⚘on beş

12.4K 758 88
                                    

yayımlanma tarihi: 28 mart, 2020

🎞patron*taviz yok

Evet, okulum başlamıştı. İlk dersimin de 'Thomas Boyla'a bakmama' adı altında işleneceğini öğrenmiştim. En mantıklısı buydu çünkü etkisi altına girdiğimde, yer gök biliyor ki, beni kontrol edebiliyordu.

Çok da zor bir ders değildi çünkü bizzat kendisi soğuk davranıyordu. Sadece bana değil, herkese karşı. Bunu ilk fark eden Gavin olmuştu. Onunla uğraşmaya devam ediyordu, Thomas ise keyifsizce geçiştiriyordu.

Brant, her ihtimale karşılık Rosalinda'nın bir doktora görünmesini söylemiş ve onunla birlikte geri dönmüştü. Onların peşine takılmayı düşünmüştüm fakat yaydıkları gerginlik benimkinden bile yüksek olduğu için vazgeçmiştim.
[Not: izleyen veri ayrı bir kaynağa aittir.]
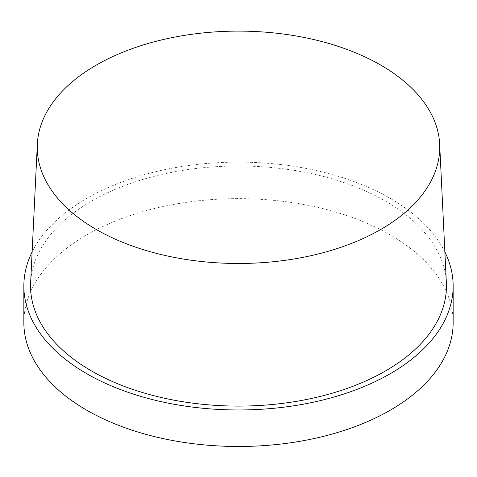 <?xml version="1.0" encoding="UTF-8"?>
<svg xmlns="http://www.w3.org/2000/svg" width="477" height="477" viewBox="0 0 477 477"><rect width="100%" height="100%" fill="white"/><g stroke="black" fill="none" stroke-linecap="round" stroke-linejoin="round"><path stroke-width="0.36" stroke-dasharray="2.38 1.79" d="M446.359 282.694A207.942 120.055 0 0 0 238.5 165.99A207.942 120.055 0 0 0 30.641 282.694M453.15 322.559A214.65 123.925 0 0 0 238.5 198.629A214.65 123.925 0 0 0 23.85 322.559M444.874 251.963A214.65 123.925 0 0 0 238.5 162.114A214.65 123.925 0 0 0 32.126 251.963"/><path stroke-width="0.72" d="M96.205 229.449A201.234 116.179 0 0 0 318.099 254.002A201.234 116.179 0 0 0 439.657 144.054A201.234 116.179 0 0 0 238.5 31.112A201.234 116.179 0 0 0 37.343 144.054A201.234 116.179 0 0 0 96.205 229.449M37.343 144.054L30.641 282.694A207.942 120.055 0 0 0 91.465 370.933A207.942 120.055 0 0 0 320.747 396.309A207.942 120.055 0 0 0 446.359 282.694L439.657 144.054M32.126 251.963A214.65 123.925 0 0 0 23.85 286.045L23.85 322.559A214.65 123.925 0 0 0 86.719 410.184A214.65 123.925 0 0 0 320.645 437.051A214.65 123.925 0 0 0 453.15 322.559L453.15 286.045A214.65 123.925 0 0 0 444.874 251.963M23.85 286.045A214.65 123.925 0 0 0 86.719 373.676A214.65 123.925 0 0 0 320.645 400.537A214.65 123.925 0 0 0 453.15 286.045"/></g></svg>

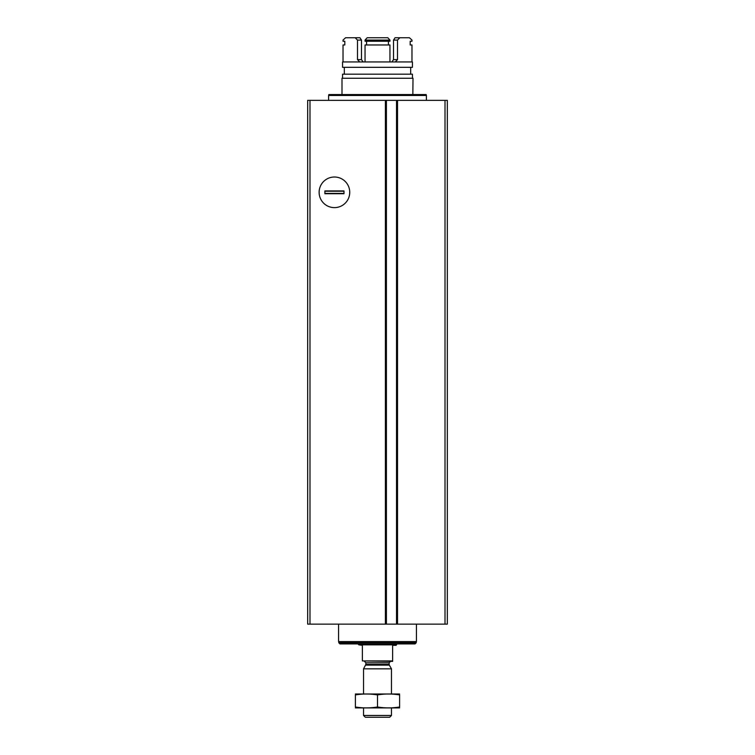 <?xml version="1.0" encoding="UTF-8"?>
<svg xmlns="http://www.w3.org/2000/svg" width="755" height="755" viewBox="0 0 755 755"><rect width="100%" height="100%" fill="white"/><g stroke="black" fill="none" stroke-linecap="round" stroke-linejoin="round"><path stroke-width="1.13" d="M386.409 100.368L307.662 100.368L307.662 624.14L447.337 624.14L447.337 100.368L396.837 100.368L396.847 624.14L396.837 100.368L386.409 100.368L386.409 624.14M386.088 624.14L386.088 100.368L386.098 624.14M334.437 177.01A15.317 15.317 0 0 1 347.696 199.981A15.317 15.317 0 0 1 321.177 199.981A15.317 15.317 0 0 1 334.437 177.01M328.614 100.368L328.614 95.479L426.386 95.479L426.386 100.368M328.614 95.479L328.869 94.545L426.131 94.545L426.386 95.479M392.628 660.918L362.372 660.918L392.628 661.38L392.628 645.317L396.12 645.317L397.055 643.921M362.372 660.918L362.372 645.317L358.88 644.855L396.12 644.855M391.468 715.466L363.532 715.466L365.316 717.25L389.684 717.25L391.468 715.466L391.468 707.935M363.532 693.968L363.532 668.826L391.468 668.826L391.468 693.968M363.532 715.466L363.532 707.935M364.467 661.38L365.864 662.777L365.864 664.428L363.532 668.826M357.945 643.921L358.88 644.855M416.203 642.76L338.797 642.76L339.967 643.921L415.033 643.921L416.203 642.76L416.203 641.599M338.797 642.76L338.797 641.599M338.57 624.14L338.57 641.599L416.43 641.599L416.43 624.14M399.612 694.005L355.388 694.005M399.612 694.921C399.612 693.713 399.612 693.713 399.612 694.921L399.612 706.991C399.612 708.199 399.612 708.199 399.612 706.991C392.241 708.199 384.871 708.199 377.5 706.991C370.129 708.199 362.759 708.199 355.388 706.991C355.388 708.199 355.388 708.199 355.388 706.991L355.388 694.921C355.388 693.713 355.388 693.713 355.388 694.921C362.759 693.713 370.129 693.713 377.5 694.921C384.871 693.713 392.241 693.713 399.612 694.921M377.5 694.921L377.5 706.991M399.612 707.907L355.388 707.907M343.978 190.921L343.978 193.714L324.886 193.714L324.886 190.921L343.978 190.921M319.12 192.317A15.317 15.317 0 0 0 342.091 205.577A15.317 15.317 0 0 0 342.091 179.058A15.317 15.317 0 0 0 319.12 192.317M343.978 193.412L324.886 193.412M343.978 191.232L324.886 191.232M412.853 94.545L413.004 78.256L341.996 78.256L341.996 94.545M412.438 78.256L412.438 74.179L342.562 74.179L342.562 78.256M412.438 67.318L342.562 67.318L342.562 61.957L412.438 61.957L412.438 67.318M391.826 61.957L393.525 59.636L397.507 59.636L395.28 61.957M393.525 40.081L397.507 40.081L399.82 37.75L395.054 37.75L393.525 40.081L393.525 59.636M397.507 40.081L397.507 59.636M399.82 37.75L409.427 37.75L411.975 40.081L411.975 41.242L410.191 41.242L410.191 44.97L411.975 44.97L411.975 61.957M389.957 40.081L365.043 40.081L365.043 41.242L389.957 41.242L389.957 40.081L387.825 37.75L367.175 37.75L365.043 40.081M388.429 41.242L388.429 44.97M366.571 41.242L366.571 44.97M365.043 61.957L365.043 44.97L389.957 44.97L389.957 61.957M359.72 61.957L357.493 59.636L361.475 59.636L363.174 61.957M357.493 40.081L361.475 40.081L359.946 37.75L355.18 37.75L357.493 40.081L357.493 59.636M361.475 40.081L361.475 59.636M355.18 37.75L345.573 37.75L343.025 40.081L343.025 41.242L344.808 41.242L344.808 44.97L343.025 44.97L343.025 61.957M309.994 100.368L309.994 624.14M385.399 100.368L385.399 624.14M397.536 100.368L397.536 624.14M445.006 100.368L445.006 624.14M396.526 100.368L396.526 624.14M365.675 665.127L389.325 665.127L391.468 668.826M365.864 664.428L389.136 664.428L389.325 665.127M365.864 662.777L389.136 662.777L390.533 661.38M389.136 664.428L389.136 662.777M344.327 67.318L344.327 74.179M410.673 67.318L410.673 74.179"/></g></svg>

Şimdiyse tekli koltukta öylece oturuyordum. Bir süre Carlos'un atıştırmalıkları bitirmesini izleyip bana teşekkür etmesini dinledim. Veronica da kardeşinin gitmesinin verdiği rahatlıkla neredeyse Matthew'un kucağında yatarak yüksek sesle televizyon izliyordu. Televizyondaki saçmalıklar hakkında yorum yapıp Dennis ile birlikte gülüyorlardı. Matthew da... Veronica'yı izliyordu.

"Ölü gibisin." diye homurdandı Gavin. Yanında oturan Leila da ona katılarak başını salladı, diğer tekli koltukta somurtarak oturan Thomas'a baktı. "Bir kız tarafından reddedildin sanki ki bu imkansız."

Thomas ona öyle bir ters bakış attı ki ben olsam kaçmak isterdim ama Gavin şokla doğruldu, gülmekle şaşırmaya devam etmek arasında kaldı. "Hadi be! Kim o koca yürekli?"

Thomas, öfkeden gerilmiş boyun damarlarını patlatmak istercesine konuştu: "Kes sesini."

Matthew'un Veronica'nın kulağına fısıldadığını göz ucuyla gördüm. Veronica anında bana baktı ve sırıtarak baş parmağını kaldırarak bana 'aferin' der gibi yaptı. İkisi de dikkatini televizyona verdi ama kulaklarının burada konuşulanlarda olduğu anlaşılıyordu.

Ne? Ne? Nasıl oluyor da herkes anlıyordu! Şu an kıpkırmızı olmamdandı belki de. Yukarı çıksam çok mu garip ve yanlış anlaşılırdı? Kesinlikle. O yüzden hareketsiz bir şekilde durdum, varlığım fark edilmesin diye.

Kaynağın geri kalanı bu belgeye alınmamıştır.